I use graph_tool.topology.shortest_distance for an all pairs shortest path calculation, what is the main run-time footprint of my algorithm and way to large.
How would you speed it up / tackle this?
I tried to sub-sample with manual source, target pairs but that's terribly inefficient since it does not use the internal bookkeeping.
Nice would be graph_tool.topology.shortest_distance(G, U, V), where U and V are lists of same length with sources / targets but that's not implemented.
I use graph_tool.topology.shortest_distance for an all pairs shortest
path calculation, what is the main run-time footprint of my algorithm
and way to large.
How would you speed it up / tackle this?
If I knew of a general faster way to solve the all-pairs shortest path
problem, I would have implemented it.
I tried to sub-sample with manual source, target pairs but that's
terribly inefficient since it does not use the internal bookkeeping.
Nice would be graph_tool.topology.shortest_distance(G, U, V), where U
and V are lists of same length with sources / targets but that's not
implemented.
It is possible to pass a single source but multiple targets.
Subsampling is usually a good technique to reduce the computation time,
but it is hard to know what is applicable to you.

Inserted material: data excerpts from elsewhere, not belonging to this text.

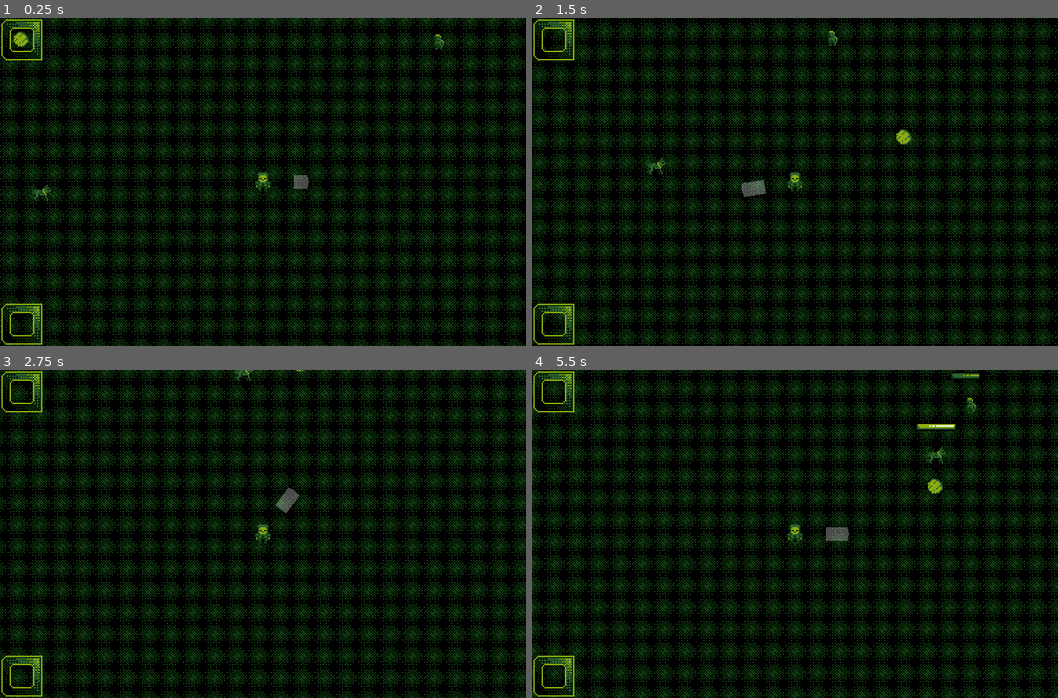
Above: before the commit, frames 1-4 (two rows, left to right).
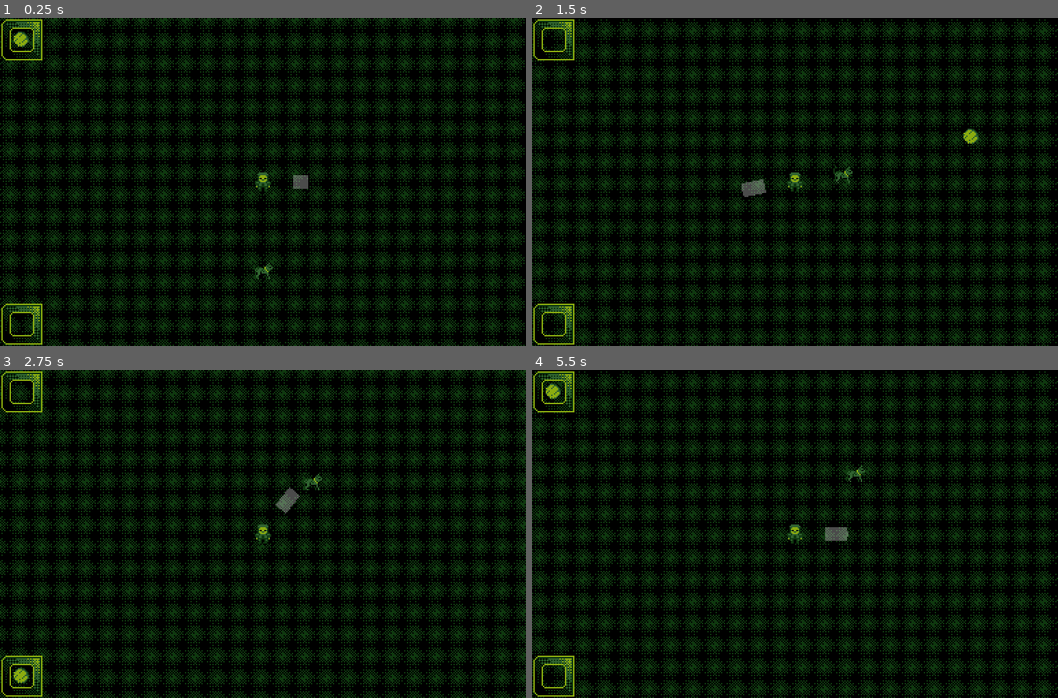
Above: after the commit, the same moments.

Repository: nullportal/dog-and-ball
Game: Godot game, scene res://Game.tscn
The game is run twice, just before and just after one commit, with the same random seed, the same clock (stepped at 60 frames per second) and the same inputs.
Inputs (mouse positions are in pixels of both pictures, inside the frame that each line leads up to):
- Up to frame 1 (0.25 s): no input
- Up to frame 2 (1.5 s): move the mouse to (910, 165) at 0.52 s; hold Right (ui_right) 0.53-1.28 s; click (910, 165) at 0.6 s; move the mouse to (689, 198) at 1.27 s; hold Down (ui_down) from 1.28 s (still down); click (689, 198) at 1.35 s
- Up to frame 3 (2.75 s): move the mouse to (315, 461) at 2.02 s; release Down (ui_down) at 2.03 s; hold Right (ui_right) from 2.03 s (still down); click (315, 461) at 2.1 s
- Up to frame 4 (5.5 s): move the mouse to (768, 599) at 2.77 s; release Right (ui_right) at 2.78 s; hold Up (ui_up) 2.78-3.53 s; click (768, 599) at 2.85 s; move the mouse to (952, 583) at 3.52 s; hold Left (ui_left) 3.53-5.03 s; click (952, 583) at 3.6 s; move the mouse to (637, 484) at 4.27 s; click (637, 484) at 4.35 s; move the mouse to (821, 534) at 5.02 s; hold Down (ui_down) from 5.03 s (still down); click (821, 534) at 5.1 s

The runs differ from the first frame. In frame 1, 0.2% of the frame differs, in the area x 5-85%, y 5-80%; in frame 2, 31%; in frame 3, 33%; in frame 4, 46%, in the area x 0-100%, y 0-100%.

Commit message:
[CHURN] Add enemy orchestrator, spawners
Lots of changes in order to facilitate this.

Diff:
--- /dev/null
+++ b/Entities/Enemies/EnemyOrchestrator.gd
@@ -0,0 +1,20 @@
+extends Node
+
+onready var player = get_node('/root/Game/World/Player') # FIXME Do better
+onready var spawners = []
+onready var enemies = []
+
+func on_enemy_spawned(enemy):
+	print('enemyOrchestrator handling %s spawn...' % enemy.name)
+	enemy.set_focus(player)
+	enemies.append(enemy)
+
+func on_spawner_hidden(spawner):
+	spawner.start_spawning()
+
+func on_spawner_visible(spawner):
+	spawner.stop_spawning()
+
+func attach_spawner(spawner):
+	print('Initialising spawner %s' % [spawner.name])
+	spawners.append(spawner)
--- /dev/null
+++ b/Entities/Enemies/EnemySpawnerArea.gd
@@ -0,0 +1,70 @@
+extends Area2D
+
+signal SPAWNER_READY(spawner)
+signal ENEMY_SPAWNED(enemy)
+
+var Zombie = preload("res://Entities/Enemies/Zombie.tscn")
+
+export var MAX_SPAWNS = 10
+export var SPAWN_INTERVAL = 5
+export var INSTANCES_PER_SPAWN = 3
+export var SPAWN_CHOICES = ['Zombie']
+enum SPAWN_STATE {
+	ACTIVE,
+	PAUSED,
+	EMPTY,
+}
+
+onready var shape = $CollisionShape2D.shape
+onready var spawnTimer = $SpawnTimer
+
+var state = null
+var no_spawns = 0
+
+func _ready():
+	self.connect('SPAWNER_READY', get_node('/root/Game'), 'on_spawner_ready')
+	self.connect('ENEMY_SPAWNED', get_node('/root/Game'), 'on_enemy_spawned')
+	self.call_deferred('emit_signal', 'SPAWNER_READY', self) # Wait for Game-orthogonal dep
+
+func _process(_delta):
+
+	if no_spawns >= MAX_SPAWNS:
+		print('%s is out of spawns!', self.name)
+		state = SPAWN_STATE.EMPTY
+		queue_free() # FIXME Something from Orchestrator
+
+	match state:
+		SPAWN_STATE.ACTIVE:
+			if !spawnTimer.time_left:
+				no_spawns += 1
+				spawnTimer.start(SPAWN_INTERVAL)
+				var enemy = spawn_enemy(get_random_point())
+				emit_signal('ENEMY_SPAWNED', enemy)
+		SPAWN_STATE.PAUSED:
+			pass # I Dunno, I guess don't do anything
+		SPAWN_STATE.EMPTY:
+			pass # TODO Send signal, and probably die
+
+func start_spawning():
+	print('%s activated' % self.name)
+	state = SPAWN_STATE.ACTIVE
+
+func stop_spawning():
+	print('%s paused' % self.name)
+	state = SPAWN_STATE.PAUSED
+
+func spawn_enemy(pos):
+	var world = get_node('/root/Game/World')
+	var enemy = Zombie.instance()
+	enemy.global_position = pos
+	world.call_deferred('add_child', enemy)
+
+	return enemy
+
+func get_random_point():
+	var r = shape.radius * sqrt(rand_range(0, 1))
+	var theta = rand_range(0, 1) * 2 * PI
+	var x = global_position.x + r * cos(theta)
+	var y = global_position.y + r * sin(theta)
+
+	return Vector2(x,y)
--- /dev/null
+++ b/Entities/Enemies/EnemySpawnerArea.tscn
@@ -0,0 +1,19 @@
+[gd_scene load_steps=3 format=2]
+
+[ext_resource path="res://Entities/Enemies/EnemySpawnerArea.gd" type="Script" id=1]
+
+[sub_resource type="CircleShape2D" id=1]
+radius = 256.125
+
+[node name="EnemySpawnerArea" type="Area2D" groups=[
+"EnemySpawners",
+]]
+collision_layer = 8
+script = ExtResource( 1 )
+
+[node name="CollisionShape2D" type="CollisionShape2D" parent="."]
+self_modulate = Color( 0.984314, 0, 0.831373, 1 )
+shape = SubResource( 1 )
+
+[node name="SpawnTimer" type="Timer" parent="."]
+one_shot = true
--- a/Entities/Enemies/Zombie.gd
+++ b/Entities/Enemies/Zombie.gd
@@ -9,9 +9,18 @@
 	IDLE,
 	ATTACK,
 }
+enum STATE {
+	IDLE,
+	FOLLOW,
+	ATTACK,
+}
 
-var focus = null
-var state = FOLLOW
+var focus = null setget set_focus, get_focus
+func set_focus(f):
+	focus = f
+func get_focus():
+	return focus
+var state = IDLE
 var velocity = Vector2.ZERO
 # FIXME Move kb logic to general location, so can be applied universally
 var knockbackVelocity = Vector2.ZERO setget set_knockback
--- a/Entities/Enemies/Zombie.tscn
+++ b/Entities/Enemies/Zombie.tscn
@@ -43,6 +43,7 @@
 "Enemies",
 "Zombies",
 ]]
+collision_mask = 3
 script = ExtResource( 1 )
 
 [node name="CollisionShape2D" type="CollisionShape2D" parent="."]
--- a/Entities/Player/Player.gd
+++ b/Entities/Player/Player.gd
@@ -2,7 +2,6 @@
 
 signal BALL_THROWN(from, direction)
 signal COMMAND(command_name, context)
-signal MOVED(position)
 
 export var HEALTH_POINTS = 10
 export var ACCELERATION = 500
@@ -42,7 +41,6 @@
 	match state:
 		MOVE:
 			move_state(delta)
-			emit_signal('MOVED', self.global_position)
 
 func _input(event):
 	if event is InputEventMouseMotion || event is InputEventJoypadMotion:
--- a/Entities/Player/Player.tscn
+++ b/Entities/Player/Player.tscn
@@ -14,6 +14,7 @@
 
 [node name="Player" type="KinematicBody2D"]
 collision_layer = 2
+collision_mask = 0
 script = ExtResource( 1 )
 
 [node name="CollisionShape2D" type="CollisionShape2D" parent="."]
--- a/Game.gd
+++ b/Game.gd
@@ -4,15 +4,27 @@
 onready var dog = get_node_or_null('World/Dog')
 onready var world = $World
 onready var ui = get_node('UI')
+onready var enemyOrchestrator = get_node('EnemyOrchestrator')
+
+func _init():
+	randomize() # Init random seed using time
 
 func _ready():
 	player.connect('BALL_THROWN', world, 'ball_thrown')
-	player.connect('MOVED', ui, 'move_camera')
 	world.connect('UPDATE_HELD_ITEM', ui, 'update_held_item') # For take
 
 	if dog:
 		player.connect('COMMAND', dog, 'command')
 		dog.connect('GIVE', world, 'give')
+
+func on_spawner_ready(spawner):
+	enemyOrchestrator.call_deferred('attach_spawner', spawner)
+func on_spawner_visible(spawner):
+	enemyOrchestrator.on_spawner_visible(spawner)
+func on_spawner_hidden(spawner):
+	enemyOrchestrator.on_spawner_hidden(spawner)
+func on_enemy_spawned(enemy):
+	enemyOrchestrator.on_enemy_spawned(enemy)
 
 func damage_target(fromNode, toNode, amount):
 	if !toNode || !toNode.health:
--- a/Game.tscn
+++ b/Game.tscn
@@ -1,64 +1,54 @@
-[gd_scene load_steps=10 format=2]
+[gd_scene load_steps=12 format=2]
 
 [ext_resource path="res://Entities/Player/Player.tscn" type="PackedScene" id=1]
 [ext_resource path="res://Entities/Dog/Dog.tscn" type="PackedScene" id=2]
 [ext_resource path="res://World.gd" type="Script" id=3]
 [ext_resource path="res://Game.gd" type="Script" id=4]
-[ext_resource path="res://Entities/Enemies/Zombie.tscn" type="PackedScene" id=5]
+[ext_resource path="res://UI/PlayerCameraArea.tscn" type="PackedScene" id=5]
 [ext_resource path="res://grass.png" type="Texture" id=6]
 [ext_resource path="res://UI/UI.gd" type="Script" id=7]
+[ext_resource path="res://Entities/Enemies/EnemySpawnerArea.tscn" type="PackedScene" id=8]
 [ext_resource path="res://UI/PlayerUI.tscn" type="PackedScene" id=9]
 [ext_resource path="res://UI/DogUI.tscn" type="PackedScene" id=10]
+[ext_resource path="res://Entities/Enemies/EnemyOrchestrator.gd" type="Script" id=11]
 
 [node name="Game" type="Node"]
 script = ExtResource( 4 )
 
-[node name="GrassBackground" type="Sprite" parent="."]
+[node name="EnemyOrchestrator" type="Node" parent="."]
+script = ExtResource( 11 )
+
+[node name="World" type="Node" parent="."]
+script = ExtResource( 3 )
+
+[node name="GrassBackground" type="Sprite" parent="World"]
 texture = ExtResource( 6 )
 offset = Vector2( 160, 90 )
 region_enabled = true
 region_rect = Rect2( -256, -240, 1632, 1392 )
 
-[node name="World" type="Node" parent="."]
-script = ExtResource( 3 )
-
 [node name="Dog" parent="World" instance=ExtResource( 2 )]
-position = Vector2( -160, 216 )
+position = Vector2( 64, 320 )
+collision_mask = 2147483651
 
 [node name="Player" parent="World" instance=ExtResource( 1 )]
-position = Vector2( 32, 208 )
+position = Vector2( 64, 256 )
+collision_mask = 1
+MAX_SPEED = 64
 
-[node name="Zombie" parent="World" instance=ExtResource( 5 )]
-position = Vector2( 536, 488 )
+[node name="PlayerCameraArea" parent="World/Player" instance=ExtResource( 5 )]
 
-[node name="Zombie2" parent="World" instance=ExtResource( 5 )]
-position = Vector2( 632, 280 )
+[node name="EnemySpawnerArea" parent="World" instance=ExtResource( 8 )]
+position = Vector2( -320, 0 )
 
-[node name="Zombie3" parent="World" instance=ExtResource( 5 )]
-position = Vector2( 600, 200 )
-
-[node name="Zombie4" parent="World" instance=ExtResource( 5 )]
-position = Vector2( 384, -8 )
-
-[node name="Zombie8" parent="World" instance=ExtResource( 5 )]
-position = Vector2( 160, 104 )
-
-[node name="Zombie5" parent="World" instance=ExtResource( 5 )]
-position = Vector2( 752, -32 )
-
-[node name="Zombie6" parent="World" instance=ExtResource( 5 )]
-position = Vector2( 784, 8 )
-
-[node name="Zombie7" parent="World" instance=ExtResource( 5 )]
-position = Vector2( 776, 440 )
+[node name="EnemySpawnerArea4" parent="World" instance=ExtResource( 8 )]
+position = Vector2( 448, 512 )
 
 [node name="UI" type="CanvasLayer" parent="."]
 script = ExtResource( 7 )
 
-[node name="Camera2D" type="Camera2D" parent="UI"]
-position = Vector2( 160, 120 )
-current = true
-
 [node name="PlayerUI" parent="UI" instance=ExtResource( 9 )]
 
 [node name="DogUI" parent="UI" instance=ExtResource( 10 )]
+
+[editable path="World/Player/PlayerCameraArea"]
--- /dev/null
+++ b/UI/PlayerCameraArea.gd
@@ -0,0 +1,16 @@
+extends Area2D
+
+signal SPAWNER_VISIBLE(spawnerArea)
+signal SPAWNER_HIDDEN(spawnerArea)
+
+func _ready():
+  self.connect('SPAWNER_VISIBLE', get_node('/root/Game'), 'on_spawner_visible')
+  self.connect('SPAWNER_HIDDEN', get_node('/root/Game'), 'on_spawner_hidden')
+
+func _on_PlayerCameraArea_area_entered(area):
+  if area.is_in_group('EnemySpawners'):
+    emit_signal('SPAWNER_VISIBLE', area)
+
+func _on_PlayerCameraArea_area_exited(area):
+  if area.is_in_group('EnemySpawners'):
+    emit_signal('SPAWNER_HIDDEN', area)
--- /dev/null
+++ b/UI/PlayerCameraArea.tscn
@@ -0,0 +1,23 @@
+[gd_scene load_steps=3 format=2]
+
+[ext_resource path="res://UI/PlayerCameraArea.gd" type="Script" id=1]
+
+[sub_resource type="RectangleShape2D" id=1]
+extents = Vector2( 192, 120 )
+
+[node name="PlayerCameraArea" type="Area2D"]
+script = ExtResource( 1 )
+
+[node name="DetectionShape" type="CollisionShape2D" parent="."]
+visible = false
+modulate = Color( 1, 1, 1, 0.392157 )
+shape = SubResource( 1 )
+
+[node name="PlayerCamera" type="Camera2D" parent="."]
+visible = false
+current = true
+editor_draw_limits = true
+editor_draw_drag_margin = true
+
+[connection signal="area_entered" from="." to="." method="_on_PlayerCameraArea_area_entered"]
+[connection signal="area_exited" from="." to="." method="_on_PlayerCameraArea_area_exited"]
--- a/UI/UI.gd
+++ b/UI/UI.gd
@@ -1,14 +1,9 @@
 extends CanvasLayer
 
-onready var camera = $Camera2D
 onready var player_ui = $PlayerUI
 onready var player_held_item = get_node('./PlayerUI/HeldItem')
 onready var dog_ui = $DogUI
 onready var dog_held_item = get_node('./DogUI/HeldItem')
-
-func move_camera(pos):
-	if camera.position != pos:
-		camera.position = pos
 
 func update_held_item(who, item):
 	print('updating %s held item to %s' % [who.name, _desc(item)])
--- a/project.godot
+++ b/project.godot
@@ -26,8 +26,9 @@
 window/size/width=384
 window/size/height=240
 window/size/resizable=false
-window/size/fullscreen=true
-window/stretch/mode="2d"
+window/size/test_width=768
+window/size/test_height=480
+window/stretch/mode="viewport"
 window/stretch/aspect="keep"
 
 [importer_defaults]
@@ -119,6 +120,7 @@
 2d_physics/layer_1="world"
 2d_physics/layer_2="player"
 2d_physics/layer_3="ball"
+2d_physics/layer_4="spawners"
 
 [logging]
 
@@ -133,6 +135,7 @@
 [rendering]
 
 quality/driver/driver_name="GLES2"
+quality/driver/fallback_to_gles2=true
 2d/snapping/use_gpu_pixel_snap=true
 quality/filters/anisotropic_filter_level=1
 environment/default_environment="res://default_env.tres"

On my test graph with 4201 nodes and 9683 edges I already tried a quick test with both:
I need ~ 70 random (source, target) node pairs to approximate the real mean of all pairs shortest path with an error of about 1 %.
This is about 40 % of the run-time of all pairs shortest path.
Using single source all targets shortest path I need to sample at least 6 random sources to approximate the real mean of all pairs shortest path with an error of about 1 %.
This is about 45-50 % of the run-time of all pairs shortest path.
So, although single source all targets shortest path is waay more efficient in it's computation than shortest_path manually it apparently is not a good candidate for subsampling and effectively doing worse.